Effect of Transdermal Estradiol and Oral Conjugated Equine Estrogen on C-Reactive Protein in Retinoid-Placebo Trial in Healthy Women
To the Editor:
In their interesting study, Decensi et al1 demonstrated that oral conjugated equine estrogen caused an increase in plasma C-reactive protein (CRP), whereas transdermal estradiol (E2) did not elevate CRP levels. The Heart and Estrogen/Progestin Replacement Study (HERS) and Women’s Health Initiative (WHI) trials demonstrated that oral hormone replacement therapy (HRT) did not reduce the risk of coronary artery disease (CAD) in postmenopausal women with or without coronary disease. Because elevated CRP is an independent risk factor for cardiovascular disease, a proinflammatory effect of oral estrogen might explain the increased risk of CAD during the first year of these recent trials. Accordingly, neutral effect of transdermal E2 on CRP might possibly be associated with a safer profile on early CAD risk. However, it is not clear whether oral estrogen stimulates systemic inflammatory responses or whether it simply stimulates hepatic synthesis of CRP without activation of inflammatory cytokines such as interleukin-6 (IL-6), which regulate hepatic CRP production. According to the WHI observational study,2 HRT-associated increases in CRP are due to a direct hepatic pass effect of oral estrogen and not to an effect of systemic inflammation because HRT did not increase plasma IL-6 concentrations.

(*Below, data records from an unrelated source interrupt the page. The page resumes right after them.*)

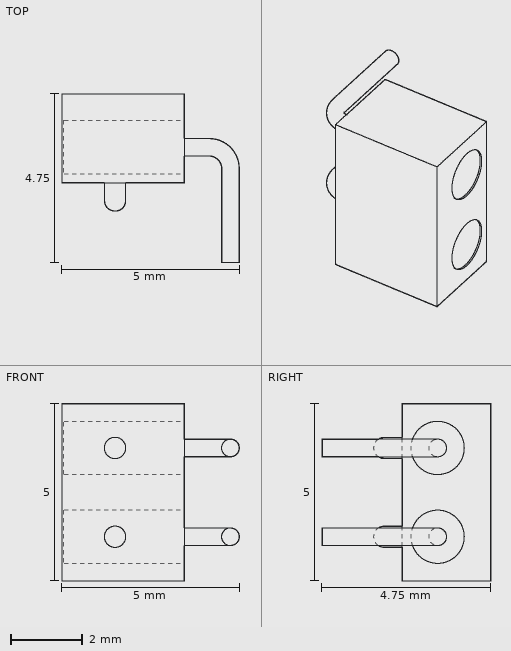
import cadquery as cq

housing_length = 3.45
housing_depth = 2.5
housing_height = 5.0

contact_heights = (housing_height / 4, housing_height * 3 / 4)
contact_y = 1.0
head_diameter = 1.5
head_recess = 0.05

lead_diameter = 0.5
lead_reach = 5.0
lead_tip_y = -2.25
bend_radius = 0.6
lead_x = lead_reach - lead_diameter / 2
bend_start_x = lead_x - bend_radius
bend_end_y = contact_y - bend_radius

peg_diameter = 0.6
peg_length = 0.8
peg_tip_radius = 0.295
peg_x = 1.5


def make_peg(height):
    """Locating peg with a rounded tip pointing to -Y."""
    plane = cq.Plane(origin=(peg_x, 0, height), xDir=(1, 0, 0), normal=(0, -1, 0))
    peg = cq.Workplane(plane).circle(peg_diameter / 2).extrude(peg_length)
    return peg.faces("<Y").edges().fillet(peg_tip_radius)


def contact_plane(x, height):
    """Plane facing +X, centred on a contact's axis."""
    return cq.Plane(origin=(x, contact_y, height), xDir=(0, 1, 0), normal=(1, 0, 0))


def make_housing():
    """Block with a through bore and a locating peg for each contact."""
    block = cq.Workplane("XY").box(housing_length, housing_depth, housing_height, centered=False)
    for height in contact_heights:
        bore = cq.Workplane(contact_plane(0, height)).circle(head_diameter / 2).extrude(housing_length)
        block = block.cut(bore).union(make_peg(height))
    return block


def make_contact(height):
    """Cylindrical head filling the bore, with a lead bent towards -Y."""
    head = (
        cq.Workplane(contact_plane(head_recess, height))
        .circle(head_diameter / 2)
        .extrude(housing_length - head_recess)
    )
    lead_path = (
        cq.Workplane("XY", origin=(0, 0, height))
        .moveTo(housing_length, contact_y)
        .lineTo(bend_start_x, contact_y)
        .tangentArcPoint((lead_x, bend_end_y), relative=False)
        .lineTo(lead_x, lead_tip_y)
    )
    lead = cq.Workplane(contact_plane(housing_length, height)).circle(lead_diameter / 2).sweep(lead_path)
    return head.union(lead)


housing = make_housing()
contacts = [make_contact(height) for height in contact_heights]

result = cq.Compound.makeCompound([housing.val(), *[contact.val() for contact in contacts]])

However, these data in this study are observational. A prospective randomized study by Herrington et al3 demonstrated that HRT increased plasma levels of CRP and IL-6 in postmenopausal women. Thus, oral estrogen replacement therapy (ERT) may exert a proinflammatory effect that could partially offset estrogen’s favorable effects and may lead to the increased risk of CAD. In contrast to oral ERT, transdermal E2 has been reported to depress IL-6 secretion in postmenopausal women.4 Accordingly, transdermal ERT can eliminate the adverse effects of oral ERT on inflammatory markers and could have a favorable effect on clinical outcome. Studies are needed to investigate whether transdermal ERT is effective for the risk of CAD in postmenopausal women with or without CAD.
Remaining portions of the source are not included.